"""

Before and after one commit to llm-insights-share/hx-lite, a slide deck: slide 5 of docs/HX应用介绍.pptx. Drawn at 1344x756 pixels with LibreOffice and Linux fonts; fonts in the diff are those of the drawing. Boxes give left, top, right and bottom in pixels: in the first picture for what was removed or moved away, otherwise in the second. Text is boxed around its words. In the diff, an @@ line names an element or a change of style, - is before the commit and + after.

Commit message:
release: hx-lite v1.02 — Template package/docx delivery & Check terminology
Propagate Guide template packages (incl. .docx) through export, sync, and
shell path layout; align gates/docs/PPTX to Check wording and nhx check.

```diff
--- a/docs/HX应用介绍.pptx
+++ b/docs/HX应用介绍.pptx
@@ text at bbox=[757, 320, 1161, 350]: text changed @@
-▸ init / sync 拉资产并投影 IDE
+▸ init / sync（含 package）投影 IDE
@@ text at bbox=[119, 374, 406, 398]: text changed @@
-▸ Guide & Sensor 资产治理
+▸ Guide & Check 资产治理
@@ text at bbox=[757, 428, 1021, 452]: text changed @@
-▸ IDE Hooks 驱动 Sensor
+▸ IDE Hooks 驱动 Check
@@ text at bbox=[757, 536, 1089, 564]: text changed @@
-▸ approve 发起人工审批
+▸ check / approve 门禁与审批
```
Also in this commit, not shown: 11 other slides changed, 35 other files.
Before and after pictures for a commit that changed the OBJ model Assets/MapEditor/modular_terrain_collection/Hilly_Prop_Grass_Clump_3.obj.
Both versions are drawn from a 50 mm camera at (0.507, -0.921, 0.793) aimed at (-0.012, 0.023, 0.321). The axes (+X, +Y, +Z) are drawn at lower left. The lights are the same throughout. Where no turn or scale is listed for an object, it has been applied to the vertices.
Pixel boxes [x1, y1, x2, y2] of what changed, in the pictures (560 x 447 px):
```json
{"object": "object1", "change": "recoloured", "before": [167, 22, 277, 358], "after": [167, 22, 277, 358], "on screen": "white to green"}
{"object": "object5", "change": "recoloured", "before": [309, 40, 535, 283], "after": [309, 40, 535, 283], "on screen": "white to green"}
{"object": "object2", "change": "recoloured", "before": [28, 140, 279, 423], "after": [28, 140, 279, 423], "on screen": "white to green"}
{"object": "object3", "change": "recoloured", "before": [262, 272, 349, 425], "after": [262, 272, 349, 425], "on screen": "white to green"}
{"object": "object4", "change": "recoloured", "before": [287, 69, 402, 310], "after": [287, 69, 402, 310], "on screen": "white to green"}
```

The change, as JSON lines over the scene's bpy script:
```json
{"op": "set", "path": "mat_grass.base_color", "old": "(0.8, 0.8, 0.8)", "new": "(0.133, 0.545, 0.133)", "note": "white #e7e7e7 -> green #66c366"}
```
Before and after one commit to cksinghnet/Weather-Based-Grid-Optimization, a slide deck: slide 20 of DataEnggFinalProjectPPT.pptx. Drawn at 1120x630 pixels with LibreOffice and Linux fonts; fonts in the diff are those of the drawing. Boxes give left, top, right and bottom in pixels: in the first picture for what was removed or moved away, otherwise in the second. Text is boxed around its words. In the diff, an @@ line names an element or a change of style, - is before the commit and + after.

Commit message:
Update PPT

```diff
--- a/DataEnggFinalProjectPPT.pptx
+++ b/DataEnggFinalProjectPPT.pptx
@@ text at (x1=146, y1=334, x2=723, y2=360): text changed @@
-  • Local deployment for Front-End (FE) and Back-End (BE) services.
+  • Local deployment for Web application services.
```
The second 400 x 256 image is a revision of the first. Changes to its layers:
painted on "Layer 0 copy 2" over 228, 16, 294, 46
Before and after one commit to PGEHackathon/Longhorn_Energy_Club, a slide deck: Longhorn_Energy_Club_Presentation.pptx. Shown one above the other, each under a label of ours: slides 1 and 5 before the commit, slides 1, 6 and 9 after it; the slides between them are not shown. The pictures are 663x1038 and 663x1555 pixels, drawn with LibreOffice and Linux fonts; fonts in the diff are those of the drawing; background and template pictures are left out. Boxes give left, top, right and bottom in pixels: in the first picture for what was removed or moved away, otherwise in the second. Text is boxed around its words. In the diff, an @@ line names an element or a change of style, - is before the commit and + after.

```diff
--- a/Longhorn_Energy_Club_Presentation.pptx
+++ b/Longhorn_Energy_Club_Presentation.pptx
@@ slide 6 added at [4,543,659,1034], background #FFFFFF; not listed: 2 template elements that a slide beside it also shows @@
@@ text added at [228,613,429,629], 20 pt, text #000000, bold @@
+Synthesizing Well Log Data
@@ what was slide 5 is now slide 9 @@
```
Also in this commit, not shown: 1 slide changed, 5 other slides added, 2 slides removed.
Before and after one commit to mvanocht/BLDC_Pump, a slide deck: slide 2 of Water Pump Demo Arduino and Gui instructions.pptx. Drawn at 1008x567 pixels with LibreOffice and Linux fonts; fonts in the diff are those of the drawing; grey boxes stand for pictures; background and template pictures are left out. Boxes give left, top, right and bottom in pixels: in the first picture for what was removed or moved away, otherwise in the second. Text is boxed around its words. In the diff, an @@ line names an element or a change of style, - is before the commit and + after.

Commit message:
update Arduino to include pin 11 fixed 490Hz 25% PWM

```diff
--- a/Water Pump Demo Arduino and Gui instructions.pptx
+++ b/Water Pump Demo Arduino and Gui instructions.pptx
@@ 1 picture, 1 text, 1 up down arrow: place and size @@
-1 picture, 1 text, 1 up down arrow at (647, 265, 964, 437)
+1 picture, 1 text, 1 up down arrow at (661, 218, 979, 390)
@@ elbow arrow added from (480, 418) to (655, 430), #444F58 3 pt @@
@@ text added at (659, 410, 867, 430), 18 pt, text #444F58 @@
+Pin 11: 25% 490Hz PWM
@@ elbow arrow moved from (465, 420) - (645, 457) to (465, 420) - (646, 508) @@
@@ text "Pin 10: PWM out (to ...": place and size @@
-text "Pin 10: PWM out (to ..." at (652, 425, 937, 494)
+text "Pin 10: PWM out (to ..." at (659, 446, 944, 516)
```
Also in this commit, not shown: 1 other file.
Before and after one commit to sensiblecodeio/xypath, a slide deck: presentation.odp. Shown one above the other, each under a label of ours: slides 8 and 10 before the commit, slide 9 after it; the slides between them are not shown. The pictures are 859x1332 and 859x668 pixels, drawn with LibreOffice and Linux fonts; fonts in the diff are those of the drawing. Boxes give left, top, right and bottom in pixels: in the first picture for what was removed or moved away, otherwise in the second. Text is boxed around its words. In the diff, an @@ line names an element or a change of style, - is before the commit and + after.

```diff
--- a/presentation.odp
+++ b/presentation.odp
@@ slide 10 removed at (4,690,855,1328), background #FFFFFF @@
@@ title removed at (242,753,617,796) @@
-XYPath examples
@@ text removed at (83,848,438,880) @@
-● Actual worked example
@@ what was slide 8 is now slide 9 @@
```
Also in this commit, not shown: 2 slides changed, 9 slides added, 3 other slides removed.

"""

# [EXERCISE]
Repeating the listing in full, word for word, is the required output.

# [ANSWER SPACE]
Before and after one commit to llm-insights-share/hx-lite, a slide deck: slide 5 of docs/HX应用介绍.pptx. Drawn at 1344x756 pixels with LibreOffice and Linux fonts; fonts in the diff are those of the drawing. Boxes give left, top, right and bottom in pixels: in the first picture for what was removed or moved away, otherwise in the second. Text is boxed around its words. In the diff, an @@ line names an element or a change of style, - is before the commit and + after.

Commit message:
release: hx-lite v1.02 — Template package/docx delivery & Check terminology
Propagate Guide template packages (incl. .docx) through export, sync, and
shell path layout; align gates/docs/PPTX to Check wording and nhx check.

```diff
--- a/docs/HX应用介绍.pptx
+++ b/docs/HX应用介绍.pptx
@@ text at bbox=[757, 320, 1161, 350]: text changed @@
-▸ init / sync 拉资产并投影 IDE
+▸ init / sync（含 package）投影 IDE
@@ text at bbox=[119, 374, 406, 398]: text changed @@
-▸ Guide & Sensor 资产治理
+▸ Guide & Check 资产治理
@@ text at bbox=[757, 428, 1021, 452]: text changed @@
-▸ IDE Hooks 驱动 Sensor
+▸ IDE Hooks 驱动 Check
@@ text at bbox=[757, 536, 1089, 564]: text changed @@
-▸ approve 发起人工审批
+▸ check / approve 门禁与审批
```
Also in this commit, not shown: 11 other slides changed, 35 other files.
Before and after pictures for a commit that changed the OBJ model Assets/MapEditor/modular_terrain_collection/Hilly_Prop_Grass_Clump_3.obj.
Both versions are drawn from a 50 mm camera at (0.507, -0.921, 0.793) aimed at (-0.012, 0.023, 0.321). The axes (+X, +Y, +Z) are drawn at lower left. The lights are the same throughout. Where no turn or scale is listed for an object, it has been applied to the vertices.
Pixel boxes [x1, y1, x2, y2] of what changed, in the pictures (560 x 447 px):
```json
{"object": "object1", "change": "recoloured", "before": [167, 22, 277, 358], "after": [167, 22, 277, 358], "on screen": "white to green"}
{"object": "object5", "change": "recoloured", "before": [309, 40, 535, 283], "after": [309, 40, 535, 283], "on screen": "white to green"}
{"object": "object2", "change": "recoloured", "before": [28, 140, 279, 423], "after": [28, 140, 279, 423], "on screen": "white to green"}
{"object": "object3", "change": "recoloured", "before": [262, 272, 349, 425], "after": [262, 272, 349, 425], "on screen": "white to green"}
{"object": "object4", "change": "recoloured", "before": [287, 69, 402, 310], "after": [287, 69, 402, 310], "on screen": "white to green"}
```

The change, as JSON lines over the scene's bpy script:
```json
{"op": "set", "path": "mat_grass.base_color", "old": "(0.8, 0.8, 0.8)", "new": "(0.133, 0.545, 0.133)", "note": "white #e7e7e7 -> green #66c366"}
```
Before and after one commit to cksinghnet/Weather-Based-Grid-Optimization, a slide deck: slide 20 of DataEnggFinalProjectPPT.pptx. Drawn at 1120x630 pixels with LibreOffice and Linux fonts; fonts in the diff are those of the drawing. Boxes give left, top, right and bottom in pixels: in the first picture for what was removed or moved away, otherwise in the second. Text is boxed around its words. In the diff, an @@ line names an element or a change of style, - is before the commit and + after.

Commit message:
Update PPT

```diff
--- a/DataEnggFinalProjectPPT.pptx
+++ b/DataEnggFinalProjectPPT.pptx
@@ text at (x1=146, y1=334, x2=723, y2=360): text changed @@
-  • Local deployment for Front-End (FE) and Back-End (BE) services.
+  • Local deployment for Web application services.
```
The second 400 x 256 image is a revision of the first. Changes to its layers:
painted on "Layer 0 copy 2" over 228, 16, 294, 46
Before and after one commit to PGEHackathon/Longhorn_Energy_Club, a slide deck: Longhorn_Energy_Club_Presentation.pptx. Shown one above the other, each under a label of ours: slides 1 and 5 before the commit, slides 1, 6 and 9 after it; the slides between them are not shown. The pictures are 663x1038 and 663x1555 pixels, drawn with LibreOffice and Linux fonts; fonts in the diff are those of the drawing; background and template pictures are left out. Boxes give left, top, right and bottom in pixels: in the first picture for what was removed or moved away, otherwise in the second. Text is boxed around its words. In the diff, an @@ line names an element or a change of style, - is before the commit and + after.

```diff
--- a/Longhorn_Energy_Club_Presentation.pptx
+++ b/Longhorn_Energy_Club_Presentation.pptx
@@ slide 6 added at [4,543,659,1034], background #FFFFFF; not listed: 2 template elements that a slide beside it also shows @@
@@ text added at [228,613,429,629], 20 pt, text #000000, bold @@
+Synthesizing Well Log Data
@@ what was slide 5 is now slide 9 @@
```
Also in this commit, not shown: 1 slide changed, 5 other slides added, 2 slides removed.
Before and after one commit to mvanocht/BLDC_Pump, a slide deck: slide 2 of Water Pump Demo Arduino and Gui instructions.pptx. Drawn at 1008x567 pixels with LibreOffice and Linux fonts; fonts in the diff are those of the drawing; grey boxes stand for pictures; background and template pictures are left out. Boxes give left, top, right and bottom in pixels: in the first picture for what was removed or moved away, otherwise in the second. Text is boxed around its words. In the diff, an @@ line names an element or a change of style, - is before the commit and + after.

Commit message:
update Arduino to include pin 11 fixed 490Hz 25% PWM

```diff
--- a/Water Pump Demo Arduino and Gui instructions.pptx
+++ b/Water Pump Demo Arduino and Gui instructions.pptx
@@ 1 picture, 1 text, 1 up down arrow: place and size @@
-1 picture, 1 text, 1 up down arrow at (647, 265, 964, 437)
+1 picture, 1 text, 1 up down arrow at (661, 218, 979, 390)
@@ elbow arrow added from (480, 418) to (655, 430), #444F58 3 pt @@
@@ text added at (659, 410, 867, 430), 18 pt, text #444F58 @@
+Pin 11: 25% 490Hz PWM
@@ elbow arrow moved from (465, 420) - (645, 457) to (465, 420) - (646, 508) @@
@@ text "Pin 10: PWM out (to ...": place and size @@
-text "Pin 10: PWM out (to ..." at (652, 425, 937, 494)
+text "Pin 10: PWM out (to ..." at (659, 446, 944, 516)
```
Also in this commit, not shown: 1 other file.
Before and after one commit to sensiblecodeio/xypath, a slide deck: presentation.odp. Shown one above the other, each under a label of ours: slides 8 and 10 before the commit, slide 9 after it; the slides between them are not shown. The pictures are 859x1332 and 859x668 pixels, drawn with LibreOffice and Linux fonts; fonts in the diff are those of the drawing. Boxes give left, top, right and bottom in pixels: in the first picture for what was removed or moved away, otherwise in the second. Text is boxed around its words. In the diff, an @@ line names an element or a change of style, - is before the commit and + after.

```diff
--- a/presentation.odp
+++ b/presentation.odp
@@ slide 10 removed at (4,690,855,1328), background #FFFFFF @@
@@ title removed at (242,753,617,796) @@
-XYPath examples
@@ text removed at (83,848,438,880) @@
-● Actual worked example
@@ what was slide 8 is now slide 9 @@
```
Also in this commit, not shown: 2 slides changed, 9 slides added, 3 other slides removed.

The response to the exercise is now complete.